CONSISTENT ATMOSPHERIC AND OCEANIC EXCITATION OF THE EARTH'S FREE POLAR MOTION

Abstract

Earth orientation parameters as observed by space-geodetic techniques show a broad spectrum of frequencies. Many efforts have been made to relate spectral peaks to geophysical processes, such as atmospheric or oceanic variations. However, the mechanisms of excitation of some typical oscillations are still unclear. In order to gain insight into the rotational dynamics of the Earth, the non-linear gyroscopic Dynamic Model for Earth Rotation and Gravity (DyMEG) has been developed at DGFI (Deutsches Geodätisches Forschungsinstitut). The present paper studies the superposed effect of atmospheric and oceanic excitation on the free rotation of a viscoelastic gyro. In contrast to former investigations, period and damping of the Earth's free wobble (Chandler wobble) are generated by the gyro from geometrical and rheological parameters. Numerical results for polar motion in the time domain demonstrate that DyMEG creates a damped oscillation in absence of geophysical and gravitational excitations. Damping vanishes when atmospheric and oceanic angular momentum is regarded. Simulated polar motion for the period from 1975 to 1994 forced by consistent atmospheric and oceanic angular momentum shows significant correlation with geodetic observations, which indicates that the free gyroscopic model DyMEG is able to reproduce realistic variations of the Earth's rotation.
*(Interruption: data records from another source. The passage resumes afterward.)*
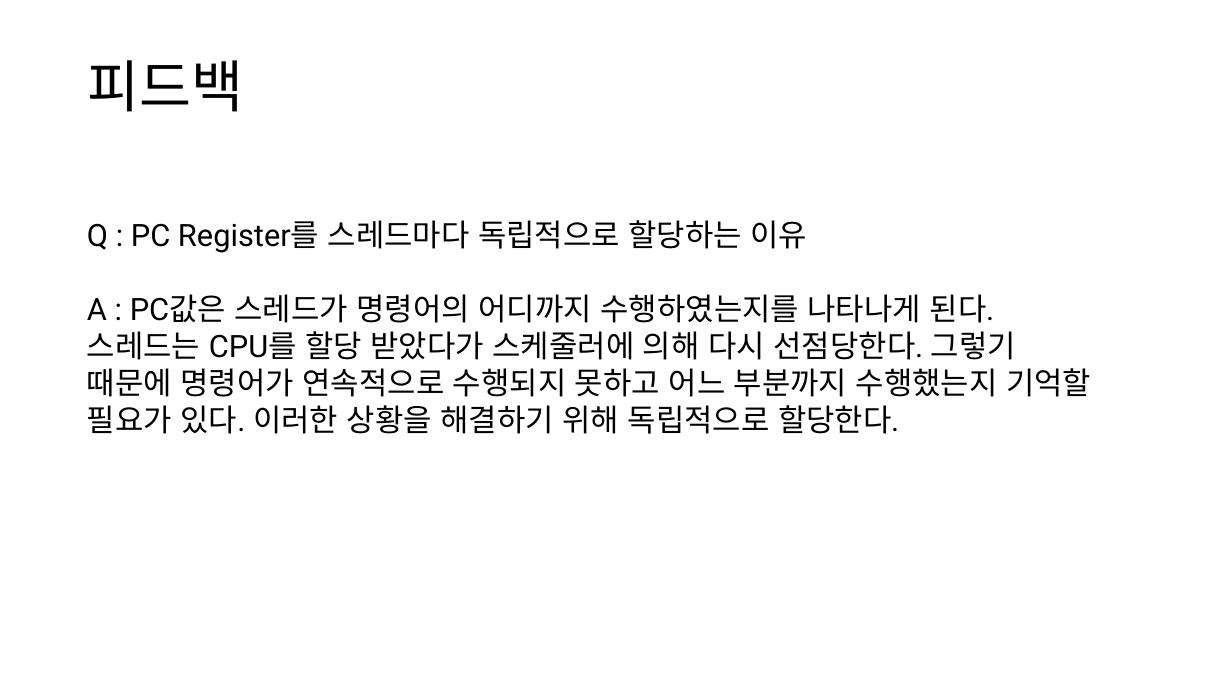
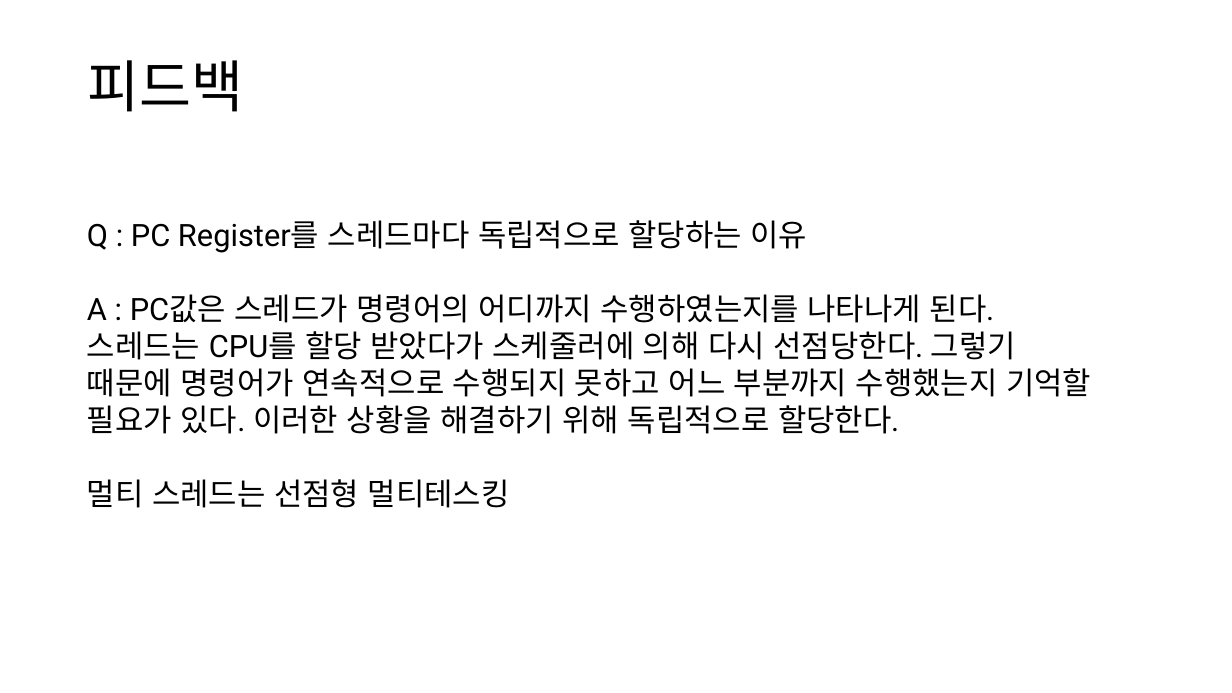
Before and after one commit to cs-study-org/cs-study, a slide deck: slide 4 of 05/beom/python_data&memory.pptx. Drawn at 1232x693 pixels with LibreOffice and Linux fonts; fonts in the diff are those of the drawing. Boxes give left, top, right and bottom in pixels: in the first picture for what was removed or moved away, otherwise in the second. Text is boxed around its words. In the diff, an @@ line names an element or a change of style, - is before the commit and + after.

```diff
--- a/05/beom/python_data&memory.pptx
+++ b/05/beom/python_data&memory.pptx
@@ text at bbox=[87, 479, 510, 508]: paragraph added @@
+멀티 스레드는 선점형 멀티테스킹
```
Also in this commit, not shown: 2 other slides changed, 2 other files.

Spectral analyses of both atmospheric and oceanic excitations give no hint for increased power in the Chandler frequency band as it was stated for the maintenance of the Chandler wobble in recent research studies. Thus, stochastic signals in the climate dynamics as caused by both the weather and oceanic mass redistributions are found to be a sufficient source to maintain the amplitude of the Earth's free wobble by resonant interaction.